Governor Bevin’s interest in investing in workforce development is a notable priority. However, the approach outlined in his budget proposal decreases investment in the state’s primary site of workforce development: its community colleges.
The Kentucky Community and Technical College System (KCTCS) is by far the state’s largest workforce development program. In 2015 the state budgeted $185.9 million for academic programs and employer services and an additional $5.6 million specifically for workforce development and training at KCTCS, according to the Legislative Research Commission’s Office of Budget Review. That far exceeds spending on other state-funded workforce programs, the largest of which are career and technical education for youth and incumbent workers ($43.8 million), vocational rehabilitation ($11.5 million for Kentuckians with disabilities and $1.3 million for other vocational rehabilitation services in 2015) and adult education ($20 million). KCTCS receives 70 percent of all state workforce development funds.
The mission of KCTCS and its state mandate, as set out in the Postsecondary Education Improvement Act of 1997 (HB1), is to provide the training necessary to develop a workforce with the skills to meet the needs of new and existing industries — which increasingly require at least some higher education. Between 2005 and 2014, KCTCS awarded 243,421 degrees and credentials. In addition, in 2015 alone KCTCS provided customized workforce training for a total of 40,000 employees at 5,500 businesses, according to a recent presentation to a House budget review subcommittee.
Kentucky’s community colleges have also been innovators in the “career pathways” workforce development model. Career pathways provide “a series of connected education and training programs and support services that enable individuals to secure employment within a specific industry or occupational sector, and to advance over time to successively higher levels of education and employment in that sector.” Many of the career pathways programs at KCTCS have been designed to address the growing need for trained workers in the healthcare sector. Other KCTCS career pathways initiatives are in information technology and manufacturing and industrial technology. These programs not only help fill the state’s workforce needs but also ensure that those with low skills and low levels of education — who are often also low-income — can access these job opportunities.
However, at the same time that Kentucky’s community colleges are engaging in such important workforce development efforts, the state has continued to cut their budgets — by 27 percent between 2008 and 2016, in inflation-adjusted terms. In order to partially compensate for these cuts, community college tuition and fees in Kentucky have increased to the highest levels in the region.

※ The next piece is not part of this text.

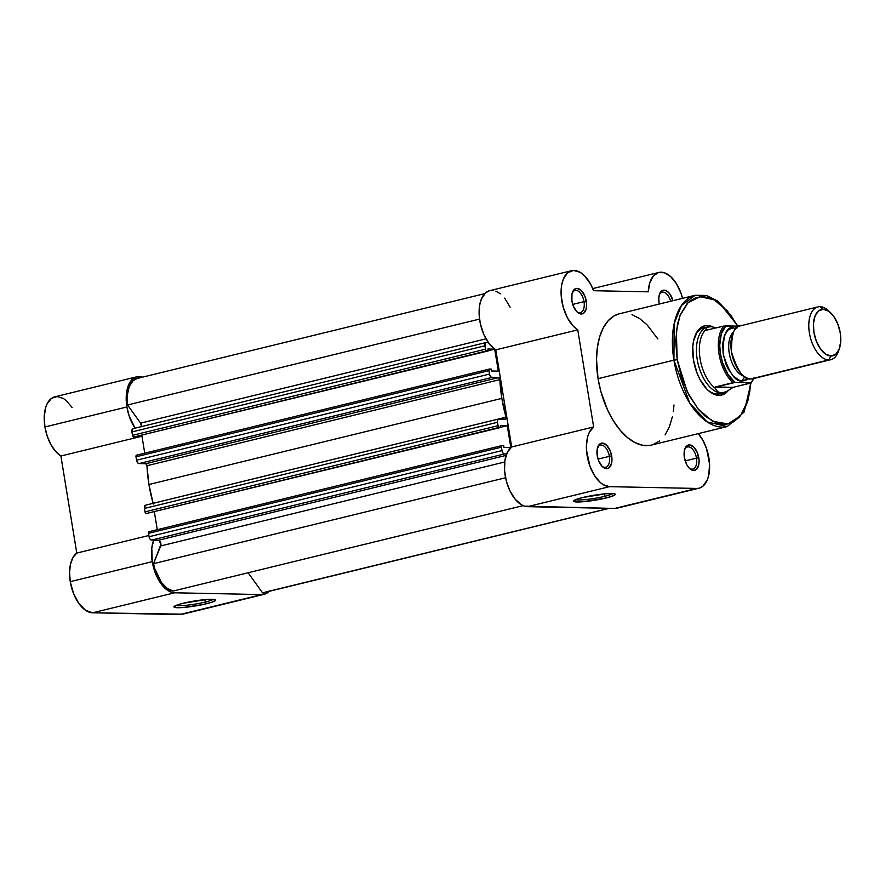 <?xml version="1.0" encoding="UTF-8"?>
<svg xmlns="http://www.w3.org/2000/svg" width="885" height="885" viewBox="0 0 885 885"><rect width="100%" height="100%" fill="white"/><g stroke="black" fill="none" stroke-linecap="round" stroke-linejoin="round"><path stroke-width="1.33" d="M176.015 605.428A19.426 2.323 170.7 0 0 205.276 602.054L206.482 603.736A21.129 2.522 -9.3 0 1 184.113 607.42A21.129 2.522 -9.3 0 1 174.068 606.579A21.129 2.522 -9.3 0 1 183.162 603.26L177.431 604.886L173.969 606.867L177.531 607.718L183.306 607.486L202.886 604.555L212.212 602.099L215.674 600.119L214.059 599.399L206.338 599.499L183.162 603.26A21.129 2.522 -9.3 0 1 215.475 599.809A21.129 2.522 -9.3 0 1 206.482 603.736L205.276 602.054A19.426 2.323 -9.3 0 1 176.015 605.428M204.877 599.632L205.276 602.054L204.877 599.632M135.084 428.163A31.406 16.926 -103.7 0 1 126.909 406.956L44.925 426.968A31.406 16.926 76.3 0 0 60.888 456.007L76.785 553.081L72.968 557.528L70.479 564.199L69.55 572.495L70.258 581.666L73.51 593.47L78.898 603.526L85.613 610.318L92.637 612.796L174.611 592.784A31.406 16.926 -103.7 0 1 152.242 561.665L70.258 581.666A31.406 16.926 76.3 0 0 92.637 612.796L182.686 614.179M269.704 590.66L267.347 592.85L261.739 594.576L174.611 592.784L171.126 592.131L164.134 587.408L160.882 583.525L155.483 573.458L152.242 561.665L70.258 581.666A31.406 16.926 76.3 0 1 76.785 553.081L148.89 535.491L76.785 553.081L60.888 456.007L141.965 436.216L60.888 456.007L55.578 451.372L50.887 444.558L47.226 436.161L44.925 426.968L126.909 406.956L126.223 396.491L126.699 391.668L129.21 383.57L131.157 380.539L136.179 376.977L142.529 377.154A31.406 16.926 -103.7 0 0 136.788 376.8A31.406 16.926 -103.7 0 0 126.909 406.956L129.199 416.16L135.106 428.196M152.242 561.665L151.789 548.191L153.702 540.138A31.406 16.926 -103.7 0 0 152.242 561.665M72.172 407.609L66.43 400.728L63.333 398.449L57.127 396.546L51.54 398.327L47.226 403.582L45.732 407.321L44.25 416.492L44.925 426.968A31.406 16.926 76.3 0 1 54.815 396.812L136.788 376.8M179.766 614.577L92.637 612.796L174.611 592.784L261.739 594.576L179.766 614.577A31.406 16.926 76.3 0 0 182.166 614.323L264.139 594.311A31.406 16.926 -103.7 0 1 261.739 594.576L179.766 614.577M269.073 591.368A31.406 16.926 -103.7 0 1 264.139 594.311M213.263 599.322A19.426 2.323 -9.3 0 1 205.276 602.054A19.426 2.323 170.7 0 0 213.263 599.322M153.227 504.041L153.116 503.311L506.021 417.189L501.85 398.383L148.945 484.504A93.379 50.312 76.3 0 0 153.116 503.311L506.021 417.189A93.379 50.312 -103.7 0 1 501.85 398.383L499.87 379.61L146.965 465.731A93.379 50.312 76.3 0 0 148.945 484.504L501.85 398.383A93.379 50.312 -103.7 0 1 499.87 379.61L146.965 465.731A1.693 0.918 76.3 0 0 145.715 463.718L498.631 377.585A1.693 0.918 -103.7 0 1 499.87 379.61L498.631 377.585L491.883 377.452L138.978 463.574L145.715 463.718L498.631 377.585L491.131 377.187L489.825 375.362L488.907 370.671L136.002 456.804L136.555 460.211L489.471 374.089L488.996 369.51L491.164 369.067L489.571 369.034A1.693 0.918 -103.7 0 0 489.449 369.045L136.533 455.167A1.693 0.918 76.3 0 0 136.002 456.804L136.666 455.155A1.693 0.918 76.3 0 0 136.533 455.167M265.334 592.109L608.957 508.333L262.568 592.861A29.714 16.007 76.3 0 0 263.741 592.662L609.278 508.344M262.568 592.861L248.121 572.75L262.568 592.861M523.123 505.645L173.206 591.036L523.123 505.645M153.536 563.668A29.714 16.007 76.3 0 0 173.206 591.036L167.121 588.37L161.347 582.363L154.842 568.823L153.536 563.668L160.705 545.945L504.704 461.992L160.705 545.945A3.396 1.825 76.3 0 0 160.517 542.328A3.396 1.825 76.3 0 0 158.448 540.237L506.109 455.388L158.448 540.237L151.512 540.093L159.012 540.392L160.937 544.253L153.536 563.668L505.556 477.767L153.536 563.668M501.972 445.564A1.693 0.918 -103.7 0 0 501.441 447.19L501.994 450.609A3.396 1.825 -103.7 0 0 504.417 453.972L502.934 452.965L501.994 450.609L149.089 536.73A3.396 1.825 76.3 0 0 151.512 540.093L504.417 453.972L506.607 454.016L504.417 453.972L151.512 540.093L150.019 539.087L149.089 536.73L501.994 450.609L501.441 447.19L148.525 533.312L149.089 536.73L148.503 532.681L149.2 531.675A1.693 0.918 76.3 0 0 149.067 531.686A1.693 0.918 76.3 0 0 148.525 533.312L501.441 447.19L501.773 445.664L503.698 445.586L502.105 445.553A1.693 0.918 -103.7 0 0 501.972 445.564L149.067 531.686M503.698 445.586L504.007 447.5L510.822 447.633L504.007 447.5L503.698 445.586M157.276 529.684L154.377 511.972L157.276 529.684M500.7 427.278L507.26 425.674L510.844 447.622L507.26 425.674L500.412 425.541L500.733 427.455L500.412 425.541L507.26 425.674L500.7 427.278M498.432 419.07A3.396 1.825 -103.7 0 0 497.37 422.322L144.454 508.444L145.018 511.862L497.923 425.74A1.693 0.918 -103.7 0 0 499.14 427.422L146.224 513.543L145.018 511.862A1.693 0.918 76.3 0 0 146.224 513.543L500.733 427.455L146.224 513.543L500.733 427.455L498.399 426.913L497.37 422.322L144.454 508.444L145.018 511.862L497.923 425.74L497.304 421.061L498.023 419.28L505.435 419.18L498.697 419.036A3.396 1.825 -103.7 0 0 498.432 419.07L145.527 505.191A3.396 1.825 76.3 0 0 144.454 508.444L145.428 505.213M506.021 417.189A1.693 0.918 -103.7 0 1 505.567 419.158A1.693 0.918 -103.7 0 1 505.435 419.18L506.021 417.189M491.164 369.067L491.485 370.981L498.321 371.114L491.485 370.981L491.164 369.067M498.321 371.114L494.726 349.177L488.166 350.759L494.704 349.166L498.321 371.114M141.843 435.453L144.742 453.164L141.843 435.453M494.704 349.155L487.889 349.022L488.199 350.936L487.889 349.022L494.704 349.155M485.909 342.55A3.396 1.825 -103.7 0 0 484.836 345.803L131.931 431.935L132.484 435.343L485.4 349.221A1.693 0.918 -103.7 0 0 486.606 350.902L133.69 437.024L132.484 435.343A1.693 0.918 76.3 0 0 133.69 437.024L488.199 350.936L133.69 437.024L488.199 350.936L485.865 350.405L484.836 345.803L131.931 431.935L132.484 435.343L485.4 349.221L485.002 343.469L485.81 342.572L488.354 342.561L486.164 342.517A3.396 1.825 -103.7 0 0 485.909 342.55L132.993 428.672A3.396 1.825 76.3 0 0 131.931 431.935L132.905 428.694M141.589 426.769L140.593 423.13L485.998 338.844L140.593 423.13L127.551 404.987L140.593 423.13A3.396 1.825 76.3 0 1 141.6 426.603M479.559 319.087L127.551 404.987L479.559 319.087M484.77 293.632L137.197 378.448A29.714 16.007 76.3 0 0 127.551 404.987L127.34 394.953L129.276 386.491L133.104 380.683L137.252 378.437M153.116 503.311L148.945 484.504L146.833 465.001L145.715 463.718L138.215 463.309L136.91 461.483L136.002 456.804L488.907 370.671A1.693 0.918 -103.7 0 1 489.449 369.045M489.471 374.089L136.555 460.211A3.396 1.825 76.3 0 0 138.978 463.574L491.883 377.452A3.396 1.825 -103.7 0 1 489.471 374.089M501.85 445.609L149.2 531.675M489.328 369.089L136.666 455.155M689.006 467.911A11.372 6.129 76.3 0 0 696.473 458.142L698.796 457.822A13.076 7.047 -103.7 0 1 696.938 468.928A13.076 7.047 -103.7 0 1 689.592 468.508A13.076 7.047 -103.7 0 1 684.37 457.523L686.749 464.669L689.315 468.242L693.685 470.477L696.285 469.559L698.752 464.913L699.073 460.311L697.446 452.91L693.851 447.102L689.481 444.867L685.831 446.936L684.415 450.432L684.37 457.523A13.076 7.047 -103.7 0 1 684.824 448.983A13.076 7.047 -103.7 0 1 692.214 445.774A13.076 7.047 -103.7 0 1 698.796 457.822L696.473 458.142A11.372 6.129 -103.7 0 1 692.889 469.061A11.372 6.129 -103.7 0 1 689.006 467.911M601.877 466.13A11.372 6.129 76.3 0 0 609.345 456.35L611.668 456.029A13.076 7.047 -103.7 0 1 609.809 467.136A13.076 7.047 -103.7 0 1 602.464 466.716A13.076 7.047 -103.7 0 1 597.242 455.742L598.592 460.654L602.187 466.45L606.557 468.696L609.157 467.778L611.623 463.12L611.944 458.53L610.318 451.118L606.723 445.321L602.353 443.075L599.753 443.993L597.298 448.651L597.242 455.742A13.076 7.047 -103.7 0 1 597.696 447.19A13.076 7.047 -103.7 0 1 605.086 443.982A13.076 7.047 -103.7 0 1 611.668 456.029L609.345 456.35A11.372 6.129 -103.7 0 1 605.76 467.28A11.372 6.129 -103.7 0 1 601.877 466.13M659.27 304.042A13.076 7.047 -103.7 0 1 659.037 302.825L659.27 304.042M576.544 311.431A11.372 6.129 76.3 0 0 584.011 301.652L586.335 301.331A13.076 7.047 -103.7 0 1 584.476 312.438A13.076 7.047 -103.7 0 1 577.131 312.018A13.076 7.047 -103.7 0 1 571.909 301.044L573.259 305.956L576.854 311.752L581.224 313.998L583.823 313.08L586.29 308.423L586.611 303.832L584.985 296.42L581.39 290.623L577.02 288.377L574.42 289.295L571.964 293.953L571.909 301.044A13.076 7.047 -103.7 0 1 572.363 292.492A13.076 7.047 -103.7 0 1 579.752 289.284A13.076 7.047 -103.7 0 1 586.335 301.331L584.011 301.652A11.372 6.129 -103.7 0 1 580.427 312.582A11.372 6.129 -103.7 0 1 576.544 311.431M604.886 496.297A19.426 2.323 170.7 0 0 612.874 493.576A19.426 2.323 -9.3 0 1 604.886 496.297L604.488 493.885L604.886 496.297A19.426 2.323 -9.3 0 1 575.626 499.682A19.426 2.323 170.7 0 0 604.886 496.297L606.092 497.99L604.886 496.297M582.772 497.503A21.129 2.522 -9.3 0 1 615.086 494.051A21.129 2.522 -9.3 0 1 606.092 497.99L613.736 495.6L615.285 494.372L613.67 493.653L605.948 493.753L582.772 497.503L577.042 499.14L573.58 501.12L575.206 501.839L582.927 501.74L606.092 497.99A21.129 2.522 -9.3 0 1 583.724 501.673A21.129 2.522 -9.3 0 1 573.69 500.833A21.129 2.522 -9.3 0 1 582.772 497.503M719.826 393.77A33.951 18.297 -103.7 0 1 707.148 389.422A33.951 18.297 76.3 0 0 721.85 393.028M728.023 390.805A35.654 19.216 -103.7 0 1 707.723 389.975A35.654 19.216 -103.7 0 1 693.486 360.04L697.17 373.437L699.98 379.51L706.982 389.267L710.92 392.564L714.936 394.622L718.885 395.374L722.614 394.776L728.023 390.805M677.18 359.708L676.339 330.935L680.089 315.348L688.076 302.626L700.101 296.685L714.162 299.827L727.337 310.878L737.57 326.145L731.198 315.801L720.899 304.451L713.598 299.528L709.914 297.935L702.701 296.563L695.887 297.648L689.725 301.143L686.981 303.765L680.322 314.75L677.434 324.341L675.697 341.19L677.18 359.708L673.928 360.151L677.18 359.708L681.771 378.282L689.061 395.318L698.42 409.357L705.422 416.426L716.396 422.941L723.62 424.313L727.094 424.081L733.61 421.78L739.34 417.123L744.064 410.286L747.604 401.536L749.816 391.203L750.535 383.094L747.925 400.451L740.502 415.762L727.968 423.926L712.558 421.271L698.11 408.97L687.313 391.911L677.18 359.708M738.057 326.156L718.034 301.188L706.562 295.49L695.19 295.269L681.483 305.447L674.171 323.6L673.928 360.151A67.57 36.407 -103.7 0 1 695.19 295.269L619.334 313.788A67.57 36.407 76.3 0 0 598.061 378.669L673.928 360.151L598.061 378.669L600.893 391.601L607.575 409.965L613.405 420.84L620.075 430.121L627.332 437.455L634.899 442.566L642.488 445.243L649.8 445.387M698.265 433.617L702.956 440.442L706.617 448.828L709.56 464.028L708.797 475.068L707.403 479.681L702.867 486.241L699.902 487.923L614.644 508.455A31.406 16.926 76.3 0 0 617.055 508.189L699.028 488.188A31.406 16.926 -103.7 0 1 696.628 488.443L609.5 486.661L603.282 484.692L600.185 482.391L594.466 475.466L589.941 466.207L586.523 450.376L586.434 445.221L587.883 436.028L589.366 432.256L593.647 426.946L577.75 329.873L573.347 326.233L567.495 317.958L563.247 307.349L561.212 295.9L561.643 285.169L563.303 279.173L567.584 272.834L573.458 270.423L580.117 272.27L584.542 275.777L590.461 283.886L593.581 290.711L648.251 291.829L649.8 282.713L653.318 276.031L658.374 272.569L664.392 272.757L670.62 276.562L676.328 283.521L680.831 292.813L682.545 298.356A31.406 16.926 -103.7 0 0 658.805 272.458A31.406 16.926 -103.7 0 0 648.251 291.829L593.581 290.711A31.406 16.926 -103.7 0 0 571.677 270.677A31.406 16.926 -103.7 0 0 561.344 297.504A31.406 16.926 -103.7 0 0 577.75 329.873L495.777 349.874L511.674 446.958L507.393 452.257L504.915 460.399L504.55 470.389L506.331 481.042L510.037 491.075L515.236 499.284L521.309 504.704L524.44 506.143L614.644 508.455L617.929 507.924M698.276 433.628A31.406 16.926 -103.7 0 1 708.918 458.032A31.406 16.926 -103.7 0 1 699.028 488.188M572.717 304.407L584.011 301.652L572.717 304.407M598.05 459.116L609.345 456.35L598.05 459.116M685.178 460.897L696.473 458.142L685.178 460.897M510.147 307.195L504.66 298.134M500.379 293.82L495.888 291.187M493.653 290.568L491.485 290.424M489.394 290.756L485.599 292.835L481.329 299.185L479.67 305.181L479.227 315.901L480.323 323.556L483.885 334.618L489.283 343.811L495.777 349.874L577.75 329.873L593.647 426.946L511.674 446.958L593.647 426.946A31.406 16.926 -103.7 0 0 588.304 461.03A31.406 16.926 -103.7 0 0 609.5 486.661L696.628 488.443L614.644 508.455L527.515 506.662L609.5 486.661L527.515 506.662A31.406 16.926 76.3 0 1 506.331 481.042A31.406 16.926 76.3 0 1 511.674 446.958L495.777 349.874A31.406 16.926 76.3 0 1 479.371 317.516A31.406 16.926 76.3 0 1 489.704 290.678L571.677 270.677M672.943 300.701L669.868 294.019L667.069 291.198L664.148 290.169L661.549 291.088L659.668 293.809L658.783 297.935L659.037 302.825A13.076 7.047 -103.7 0 1 659.491 294.274A13.076 7.047 -103.7 0 1 666.173 290.678A13.076 7.047 -103.7 0 1 672.943 300.701M653.263 444.513L659.635 440.885M665.077 434.9L669.381 426.78L672.379 416.846M673.352 411.315L673.983 404.954M657.887 338.977L647.057 324.806L639.601 318.556L631.99 314.651M619.378 313.777L614.157 315.856L608.216 320.68L603.316 327.771L599.654 336.842L597.353 347.551L596.523 359.476L598.061 378.669A67.57 36.407 76.3 0 0 651.371 445.078L727.238 426.559A67.57 36.407 -103.7 0 1 673.928 360.151L689.725 403.051L707.137 421.913L727.238 426.559L744.152 412.012L751 382.984M712.525 326.709L707.436 325.514L703.708 326.1L700.345 328.014L697.468 331.178L693.619 340.703L692.789 346.699L693.486 360.04A35.654 19.216 -103.7 0 1 694.725 336.731A35.654 19.216 -103.7 0 1 712.525 326.709M694.471 337.495A33.951 18.297 -103.7 0 1 703.719 327.793M659.248 295.07A11.372 6.129 -103.7 0 1 662.168 292.26A11.372 6.129 -103.7 0 1 670.664 301.265A11.372 6.129 76.3 0 0 665.055 292.747A11.372 6.129 76.3 0 0 659.248 295.07M684.581 449.768A11.372 6.129 -103.7 0 1 687.501 446.958A11.372 6.129 -103.7 0 1 696.473 458.142A11.372 6.129 76.3 0 0 691.03 447.843A11.372 6.129 76.3 0 0 684.581 449.768M597.452 447.987A11.372 6.129 -103.7 0 1 600.373 445.177A11.372 6.129 -103.7 0 1 609.345 456.35A11.372 6.129 76.3 0 0 603.902 446.062A11.372 6.129 76.3 0 0 597.452 447.976M572.119 293.278A11.372 6.129 -103.7 0 1 575.04 290.479A11.372 6.129 -103.7 0 1 584.011 301.652A11.372 6.129 76.3 0 0 578.569 291.364A11.372 6.129 76.3 0 0 572.119 293.278M705.865 327.516A33.951 18.297 76.3 0 0 694.471 337.484M742.15 325.691C734.815 324.032 731.264 332.804 731.519 351.998C737.581 371.313 744.031 380.284 750.867 378.924L754.894 377.939M744.13 376.302A23.773 12.81 -103.7 0 1 731.198 360.693A23.773 12.81 -103.7 0 1 730.158 337.218M817.95 306.907L740.07 325.912A27.169 14.636 76.3 0 0 731.862 353.889A27.169 14.636 76.3 0 0 750.867 378.924L828.747 359.918A27.169 14.636 -103.7 0 1 809.742 334.884A27.169 14.636 -103.7 0 1 817.95 306.907A27.169 14.636 -103.7 0 1 820.03 306.686L823.26 309.263L820.03 306.686A27.169 14.636 -103.7 0 1 829.654 311.929A27.169 14.636 76.3 0 0 828.526 310.79A27.169 14.636 76.3 0 0 820.03 306.686A27.169 14.636 76.3 0 0 809.399 332.992A27.169 14.636 76.3 0 0 828.747 359.918L750.867 378.924A27.169 14.636 76.3 0 0 752.947 378.691L830.827 359.686A27.169 14.636 -103.7 0 1 828.747 359.918A27.169 14.636 76.3 0 0 838.427 351.367L839.422 348.502A23.862 12.855 -103.7 0 1 830.915 356.013L828.747 359.918L830.915 356.013L825.594 354.133L820.495 348.978L816.39 341.333L813.923 332.373L813.459 323.445L815.074 315.923L818.514 310.945L823.26 309.263A23.862 12.855 -103.7 0 1 830.727 312.87A23.862 12.855 -103.7 0 1 839.422 348.502M838.903 349.841A27.169 14.636 -103.7 0 1 830.827 359.686M745.148 376.999A5.52 4.602 -88.8 0 0 742.526 380.959C735.689 382.32 729.24 373.348 723.178 354.033C722.934 334.84 726.474 326.067 733.809 327.727A5.52 4.602 -88.8 0 0 735.103 329.253A5.52 4.602 91.2 0 1 733.809 327.727L728.41 329.629L724.483 335.304L722.658 343.867L723.178 354.033L725.988 364.244L728.123 368.868L733.466 376.302L739.517 380.384L742.526 380.959L745.369 380.506L748.5 378.548L742.526 380.959A5.52 4.602 91.2 0 1 744.385 377.53M733.344 332.096A23.773 12.81 76.3 0 0 729.107 352.296A23.773 12.81 76.3 0 0 739.384 373.625M727.57 391.081A33.951 18.297 -103.7 0 1 723.985 392.752A33.951 18.297 -103.7 0 1 721.386 393.028L717.215 394.046L721.386 393.028L717.613 391.723L714.593 387.353L735.059 382.464L727.935 374.289L722.569 362.673L720.467 353.978L719.726 345.316L721.308 333.833L725.8 325.901L739.207 326.178L723.919 326.045M753.832 377.972L751.1 382.829A33.11 17.844 -103.7 0 1 750.911 383.006L733.134 387.342L726.043 391.9L721.386 393.028A33.951 18.297 -103.7 0 1 697.634 361.744A33.951 18.297 -103.7 0 1 707.889 326.775A33.951 18.297 -103.7 0 1 710.489 326.499L716.485 327.859L710.489 326.499A33.951 18.297 -103.7 0 1 711.263 326.543A33.951 18.297 76.3 0 0 710.489 326.499L707.06 327.328L705.279 330.459L723.753 326.078L705.279 330.459L707.06 327.328L711.308 326.543M750.535 382.774L735.059 382.464L750.535 382.774M736.818 328.291L736.176 328.092M751.1 382.829L733.134 387.342L715.235 386.977L733.134 387.342L714.593 387.353L732.16 387.707L731.231 388.404M724.981 325.923L725.8 325.901A32.092 17.291 -103.7 0 0 720.467 353.978A32.092 17.291 -103.7 0 0 735.059 382.464L733.012 382.641A33.11 17.844 -103.7 0 1 719.062 354.166A33.11 17.844 -103.7 0 1 723.753 326.078A33.11 17.844 76.3 0 0 719.062 354.166A33.11 17.844 76.3 0 0 733.012 382.641L715.235 386.977L715.003 388.072A33.11 17.844 -103.7 0 1 700.09 358.801A33.11 17.844 -103.7 0 1 705.489 329.939A33.11 17.844 76.3 0 0 700.09 358.801A33.11 17.844 76.3 0 0 715.003 388.072L717.613 391.723L721.386 393.028A33.951 18.297 76.3 0 0 727.116 391.391L721.386 393.028A33.951 18.297 76.3 0 1 697.203 359.376A33.951 18.297 76.3 0 1 710.489 326.499M823.26 309.263L828.592 311.144L833.692 316.299L837.785 323.943L840.252 332.904L840.717 341.831L839.102 349.354L835.661 354.332L830.915 356.013A23.862 12.855 -103.7 0 1 813.923 332.373A23.862 12.855 -103.7 0 1 823.26 309.263M658.772 272.469L592.74 288.587M828.526 310.79L830.727 312.87M751.177 382.906L753.998 378.437"/></g></svg>

Rather than increase investment in such a key site of state workforce development, the governor is proposing to further cut the community colleges. In order to attempt to manage these deep cuts, KCTCS estimates it would have to increase tuition by 8.8 percent in 2017 – as reported to a House budget review subcommittee. Without such a high tuition increase, KCTCS reports that 539 faculty and staff would have to lose their jobs and 61 programs would be cut, on top of services being reduced or eliminated. Such cuts threaten the ability of KCTCS to effectively develop the state’s workforce. They not only impact students’ ability to afford to go to/stay in school but could also reduce support services, which are critical to success for many community college students.